# The Death Strip Watch Tower



## Derelict-UK (Aug 20, 2011)

This watch tower is located at one point along the 870 mile long Iron Curtain that once divided East & West Germany.

It is interesting to see it in a dismantled state, still in place but not damaged/graffitied, just carefully deconstructed.

We drove to the site along a normal(ish) road but the Death Strip is different, a 2 tracked road, paved only for the wheels of the patrol cars, usually a Trabant. The cars stopped patrolling in 1990, even though the Berlin Wall came down, they were still paid to do their rounds, even though they did not shoot at anyone crossing the border.

The area is now one of the Worlds most interesting nature reserves (as of April 2011), virtually untouched for for over 20 years. 

What a complete watch tower looks like (Hennigsdorf Watch Tower near Berlin)...







1. The Death Strip...





2. Dismantled...





3.





4.







*D-UK
*


----------



## Blakethwaite (Aug 20, 2011)

Good stuff. Obviously the wall (for want of a better a better word) has mostly gone in Berlin, is there much more of it left out in the country?


----------



## Derelict-UK (Aug 20, 2011)

Blakethwaite said:


> Good stuff. Obviously the wall (for want of a better a better word) has mostly gone in Berlin, is there much more of it left out in the country?

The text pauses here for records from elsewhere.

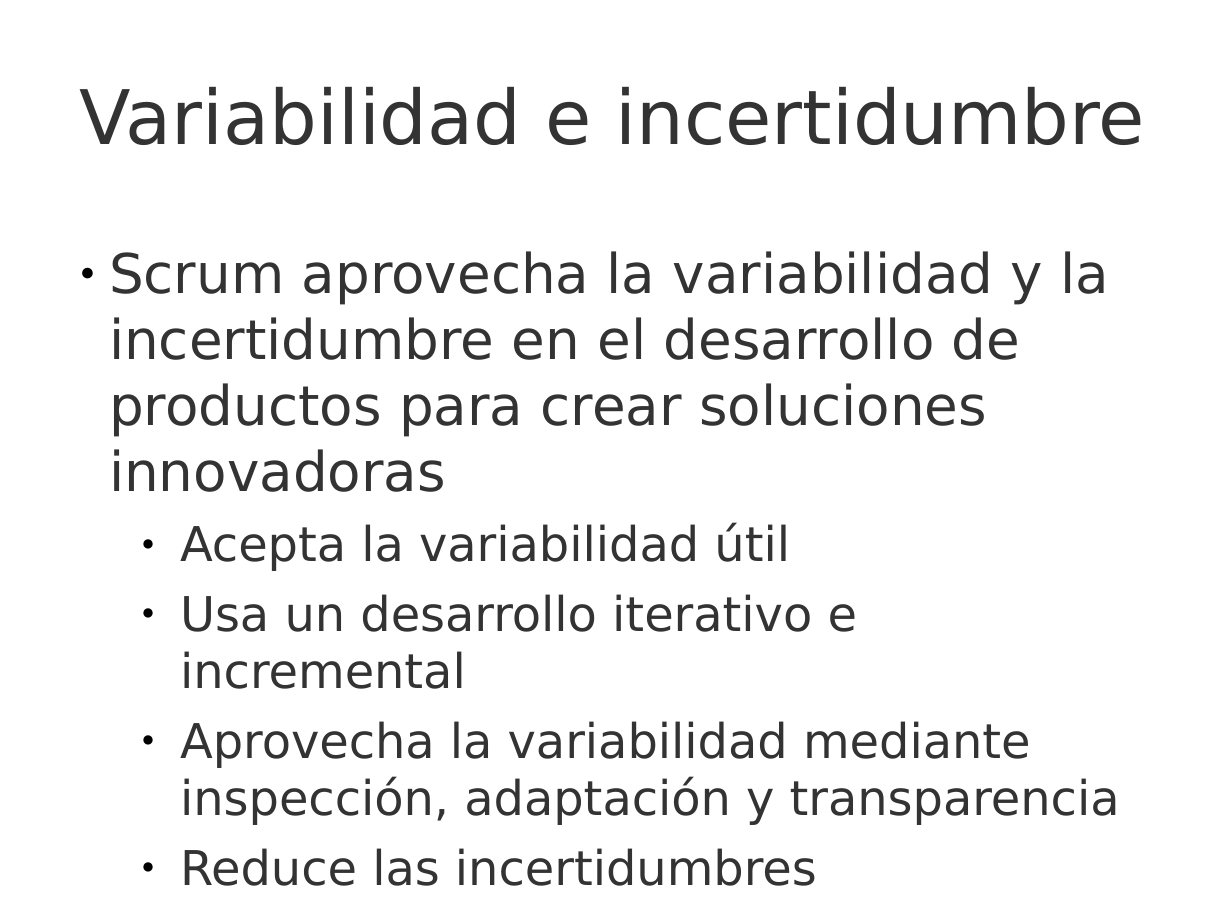
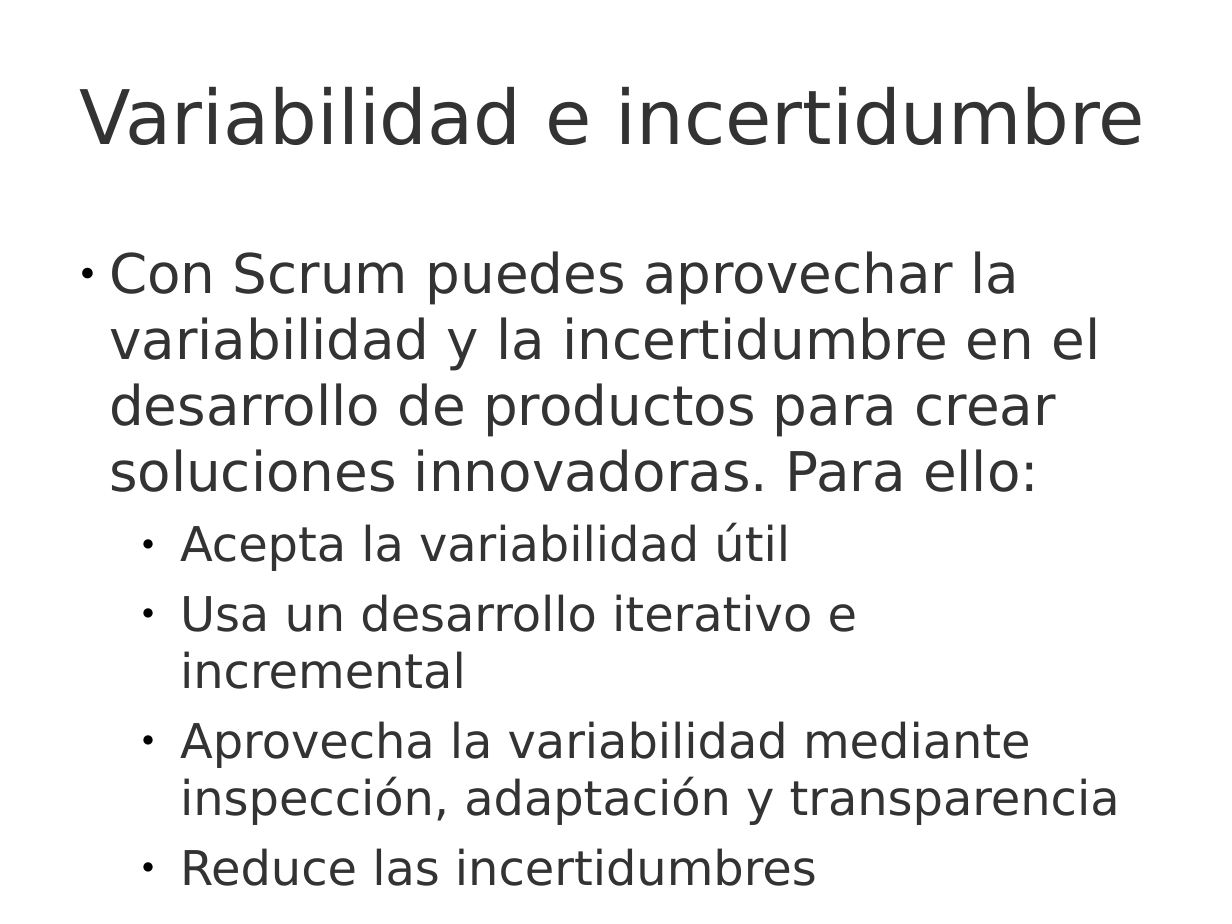
Before and after one commit to UNIZAR-30248-GeProSoft/scrum-slides, a slide deck: slide 13 of 7i_GPS-S02-Scrum-PrincipiosÁgiles.odp. Drawn at 1232x924 pixels with LibreOffice and Linux fonts; fonts in the diff are those of the drawing; background and template pictures are left out. Boxes give left, top, right and bottom in pixels: in the first picture for what was removed or moved away, otherwise in the second. Text is boxed around its words. In the diff, an @@ line names an element or a change of style, - is before the commit and + after.

```diff
--- a/7i_GPS-S02-Scrum-PrincipiosÁgiles.odp
+++ b/7i_GPS-S02-Scrum-PrincipiosÁgiles.odp
@@ text at bbox=[109, 251, 1100, 492]: text changed @@
-● Scrum aprovecha la variabilidad y la incertidumbre en el desarrollo de productos para crear soluciones innovadoras
+● Con Scrum puedes aprovechar la variabilidad y la incertidumbre en el desarrollo de productos para crear soluciones innovadoras. Para ello:
```
Also in this commit, not shown: 24 other slides changed, 1 slide added, 1 slide removed, 1 other file.

What I could see from the strip we visited, everything fence wise has been removed, If you search Google though you can find some preservation sites.

In Berlin, there is still the wall at the Eastside Gallery...












And this is what the wall looked like the last time I visited Berlin (in April 1990), I am the small boy on the left next to my mum...


----------



## night crawler (Aug 20, 2011)

Wondered what It looked like now, I found it rather depressing when I was there back in the 1970's. This is one of the ones I took then.


----------



## Blakethwaite (Aug 20, 2011)

Have never actually got round to making the trip out to the Eastside Gallery but it seems that much like at Niederkirchnerstraße they've preserved the largely irrelevant part - namely the western side of the wall rather than the eastern side which were the true defences/emprisonments were. Be interesting to see those if they still exist anywhere. Someone who knows a bit more about it than me might hopefully be able to confirm.


----------



## Blakethwaite (Aug 20, 2011)

night crawler said:


> Wondered what It looked like now, I found it rather depressing when I was there back in the 1970's. This is one of the ones I took then.



Nice pic. At least (as a fairly shallow thought) there was less traffic getting in the way of your photo's then!


----------



## Pincheck (Aug 21, 2011)

quite interesting i would bet even now there are plenty of these things kicking about will have to remember to look for some when i head to Germany,Nice one


----------



## Derek (Aug 21, 2011)

Blakethwaite said:


> Have never actually got round to making the trip out to the Eastside Gallery but it seems that much like at Niederkirchnerstraße they've preserved the largely irrelevant part - namely the western side of the wall rather than the eastern side which were the true defences/emprisonments were. Be interesting to see those if they still exist anywhere. Someone who knows a bit more about it than me might hopefully be able to confirm.


Actually the East Side Gallery is a part of the Eastern wall. The actual defences of course were between the two walls, although in Berlin, unlike the Iron Curtain I believe there were no landmines.

Very little of the wall either in Berlin or the Iron Curtain survives though, it's amazing how utterly they eradicated the whole thing, they should have kept a lot more of it.

Derek


----------



## waley_bean (Aug 23, 2011)

I wonder if that is the tower I saw featured in a television program last week? Some woman had an obsession with the Berlin wall and was granted permission to sleep in the tower over night.


----------



## night crawler (Aug 23, 2011)

Derek said:


> Actually the East Side Gallery is a part of the Eastern wall. The actual defences of course were between the two walls, although in Berlin, unlike the Iron Curtain I believe there were no landmines.
> 
> Very little of the wall either in Berlin or the Iron Curtain survives though, it's amazing how utterly they eradicated the whole thing, they should have kept a lot more of it.
> 
> Derek



The time I took my photo I drove to Berlin along the corridor. You had to pass through two checkpoints one at the start and one at the end. When you arrived at the first one you were met by barbed wire fencing, watch towers and Machine gun posts. There were armed guards with dogs walking around as well while you qued to have your passport checked. I found the whole thing intimidating and it scared the shit out of me. while driveing there you had to stick to 60mph or you were fined for speeding and I might add there were speed traps along the way. I only did that the ones as the second time I drove there the curtain had come down and most of the curtain had gone.


----------